By Melisa Machuca, author of the novel Measure the thread
www.melisamachuca.com/

There’s something that happens when we close a love book: for a few seconds, everything seems to make sense. Not because the story was perfect, but because it was coherent. Because what the characters felt found a way to say themselves, to sustain themselves, to get somewhere. Then we return to real life and that logic is broken. No one says exactly what they feel, the times don’t match, the answers don’t come when they should. And there the question appears, although we do not always formulate it like this: how much of what we read can exist outside of fiction?
For years we read stories where everything seemed to have a clear order. Two people meet, something upsets them, the conflict appears, what seemed to be progressing is broken and, after going through that tension, the bond is reconfigured. Not always easy, not always without damage, but with a direction. The romantic novel – incorrectly called “pink” – built a logic that, beyond its variations, repeated a promise: love is worth it.
The problem is not that promise. The problem is what we do with it.
Because at some point we start to transfer those rules to real life as if they worked the same. As if the other had to say what is always said in books at the right time. As if conflict were necessarily a stage that leads to something better. As if every story had a meaning that is revealed at the end.
And life is not always written like that.
There are links that do not advance, that do not evolve, that do not reach that point of clarity where everything fits. There are silences that are not explained, decisions that do not have an elegant closure, people who do not return. And when that happens, the distance between what we expect—because we learned it by reading—and what really happens becomes difficult to sustain.
However, reducing the romance novel to a fantasy is also a simplification.
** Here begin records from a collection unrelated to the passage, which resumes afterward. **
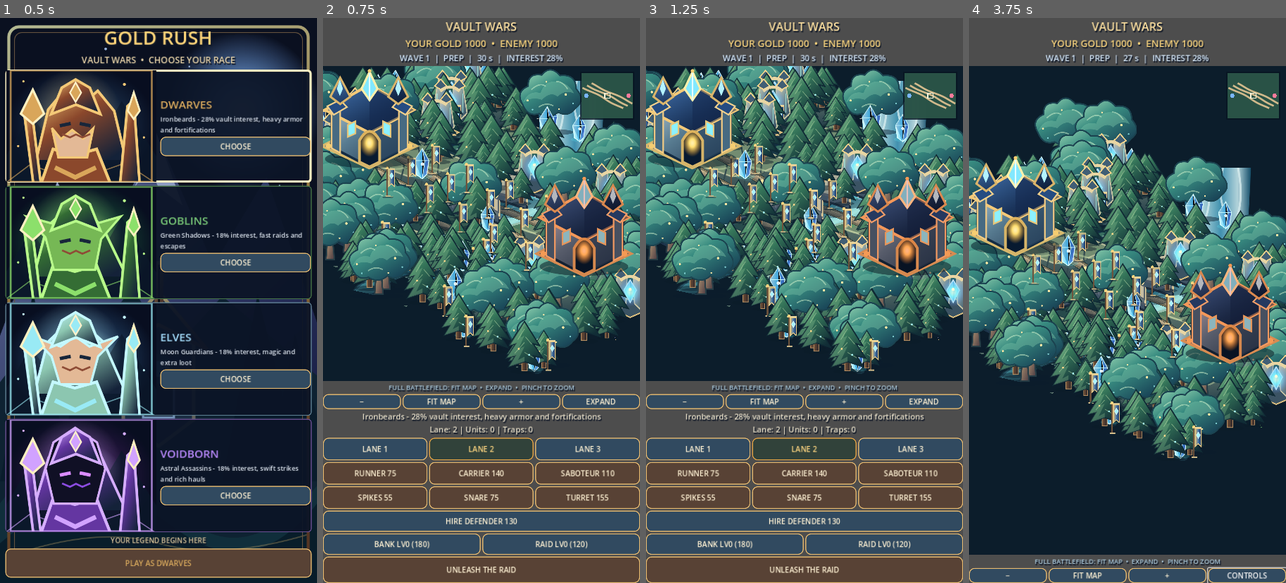
Above: before the commit, frames 1-4 (left to right).
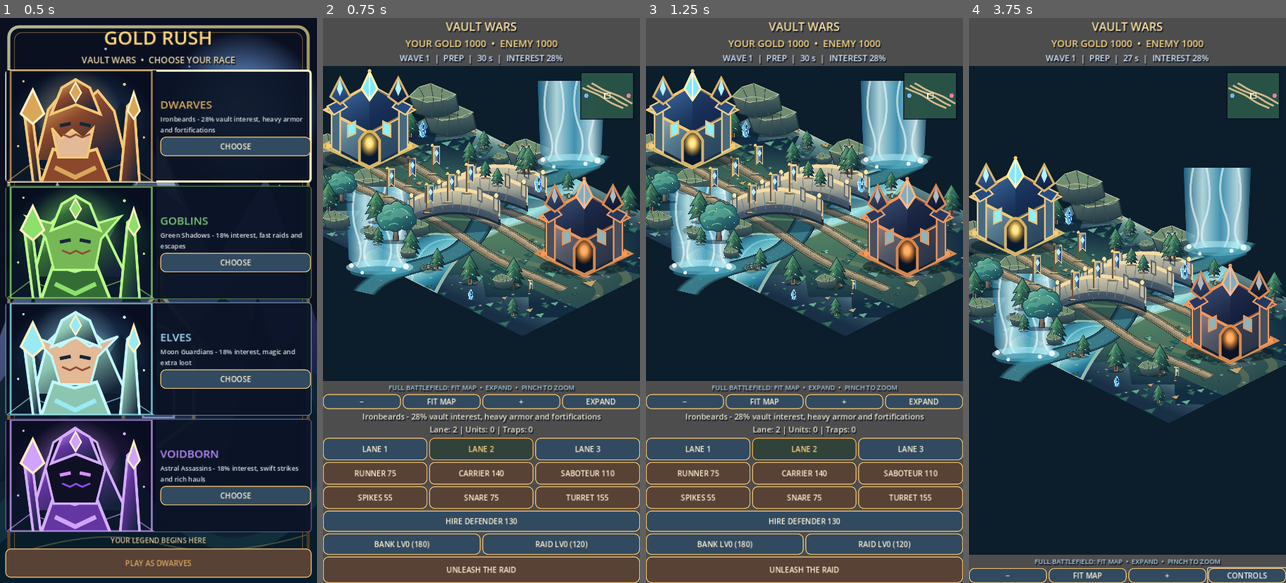
Above: after the commit, the same moments.

Repository: krzych3d/Gold-rush-mobile
Game: Godot game, scene res://main.tscn
The game is run twice, just before and just after one commit, with the same random seed, the same clock (stepped at 60 frames per second) and the same inputs.
Inputs:
- Up to frame 1 (0.5 s): no input
- Up to frame 2 (0.75 s): click "PLAY AS DWARVES" at 0.5 s
- Up to frame 3 (1.25 s): no input
- Up to frame 4 (3.75 s): click "−" at 1.25 s; click "FIT MAP" at 2 s; click "+" at 2.75 s; click "EXPAND" at 3.5 s

Frame 1 is identical in both runs. In frame 2, 30% of the frame differs, in the area x 0-100%, y 8-63%; in frame 3, 30%; in frame 4, 32%, in the area x 0-100%, y 14-78%.

Commit message:
Reduce overcrowded forest 75%, scale world props down, and clear gameplay lanes for visible battles

Diff:
--- a/scripts/game.gd
+++ b/scripts/game.gd
@@ -771,15 +771,15 @@
 	terrain_details.clear()
 	var seeded := RandomNumberGenerator.new()
 	seeded.seed = 24681357
-	for i in 460:
-		var p := Vector2(seeded.randf_range(-1800.0, 1800.0), seeded.randf_range(-1300.0, 1300.0))
+	for i in 115:
+		var p := Vector2(seeded.randf_range(-1200.0, 1200.0), seeded.randf_range(-820.0, 820.0))
 		var closest: float = INF
 		for path in 3:
 			for step in 21:
 				closest = minf(closest, p.distance_to(_point(path, float(step) / 20.0, 0)))
-		if closest < 85.0:
+		if closest < 205.0:
 			continue
-		terrain_details.append({"p": p, "seed": float(i), "type": i % 23})
+		terrain_details.append({"p": p, "seed": float(i), "type": i % 23, "scale": seeded.randf_range(0.38, 0.76)})
 	terrain_details.sort_custom(func(a, b): return _iso_project(a["p"]).y < _iso_project(b["p"]).y)
 
 func _in_camera(p: Vector2, margin: float = 100.0) -> bool:
@@ -797,12 +797,12 @@
 	# All roads, bridges, castles and units remain independent gameplay objects.
 	arena.draw_texture_rect(valley_texture, Rect2(Vector2(-1300, -900), Vector2(2600, 1800)), false)
 	# Painted mossy escarpments and raised terrain formations.
-	for i in 24:
+	for i in 9:
 		var bx: float = sin(float(i) * 31.2) * 1300.0
 		var by: float = cos(float(i) * 22.6) * 950.0
 		var base := Vector2(bx, by)
 		if _in_camera(base, 170.0):
-			var scale_factor: float = 0.65 + fposmod(float(i) * 0.19, 0.5)
+			var scale_factor: float = 0.42 + fposmod(float(i) * 0.11, 0.25)
 			var rock_size := Vector2(210, 145) * scale_factor
 			_draw_iso_sprite(cliff_texture, base + Vector2(0, rock_size.y * 0.5), rock_size)
 	# A river cuts diagonally through the battlefield; lanes cross it on stone bridges.
@@ -865,23 +865,24 @@
 			continue
 		var seed: float = item["seed"]
 		var kind: int = int(item["type"])
+		var prop_scale: float = float(item["scale"])
 		if kind == 0 or kind == 21:
-			_draw_crystal(p, seed)
+			_draw_iso_sprite(crystal_texture, p, Vector2(42, 60) * prop_scale)
 		elif kind == 1 or kind == 2:
-			_draw_iso_sprite(grove_texture, p, Vector2(150, 155))
+			_draw_iso_sprite(grove_texture, p, Vector2(150, 155) * prop_scale)
 		elif kind == 3:
-			_draw_iso_sprite(shrine_texture, p, Vector2(120, 130))
+			_draw_iso_sprite(shrine_texture, p, Vector2(120, 130) * prop_scale)
 		elif kind == 4:
-			_draw_iso_sprite(banner_texture, p, Vector2(45, 80))
+			_draw_iso_sprite(banner_texture, p, Vector2(45, 80) * prop_scale)
 		elif kind < 17:
-			_draw_tree(p, seed)
+			_draw_iso_sprite(pine_texture, p, Vector2(72, 105) * prop_scale)
 		elif kind < 20:
-			_draw_rock(p, seed)
+			_draw_iso_sprite(cliff_texture, p, Vector2(90, 65) * prop_scale)
 		else:
 			_draw_flowers(p, seed)
 	# Animated lanterns at strategic points along each road.
 	for path in 3:
-		for j in 5:
+		for j in 2:
 			var lamp := _point(path, float(j + 1) / 6.0, 0) + Vector2(0, -48)
 			_draw_iso_sprite(banner_texture, lamp + Vector2(0, 40), Vector2(43, 75))
 			arena.draw_circle(lamp, 9.0 + sin(visual_time * 2.0 + float(j)) * 1.5, Color("f6d47b", 0.25))

Because what these stories do is not teach how things should happen, but insist on something deeper: that love, when it is reciprocal, finds a way to happen, to exist. That is not built solely on ambiguity, on constant doubt, on the infinite interpretation of minimal gestures. In fiction, the moment in which two characters are chosen is not coincidental. It is a consequence of a journey, of an accumulation of decisions that, at some point, become explicit.
And that, in real life, matters too.
Not in the exact way it happens in the books, but in essence. Because there is a difference between complex and confusing. Between the deep and the uncertain. Between a story that needs time and another that never ends up being defined. The romantic novel, in that sense, does not offer a perfect model, but it does offer an idea that remains valid: love is not sustained by intuition alone.
It is sustained by actions.
Perhaps therein lies the true possible transfer from fiction to reality. Not in expecting grand gestures, unexpected statements or closed endings, but in recognizing that a bond needs to be said, chosen and sustained in a concrete way. That intensity does not replace clarity. That feeling a lot does not always mean being in a story that moves forward.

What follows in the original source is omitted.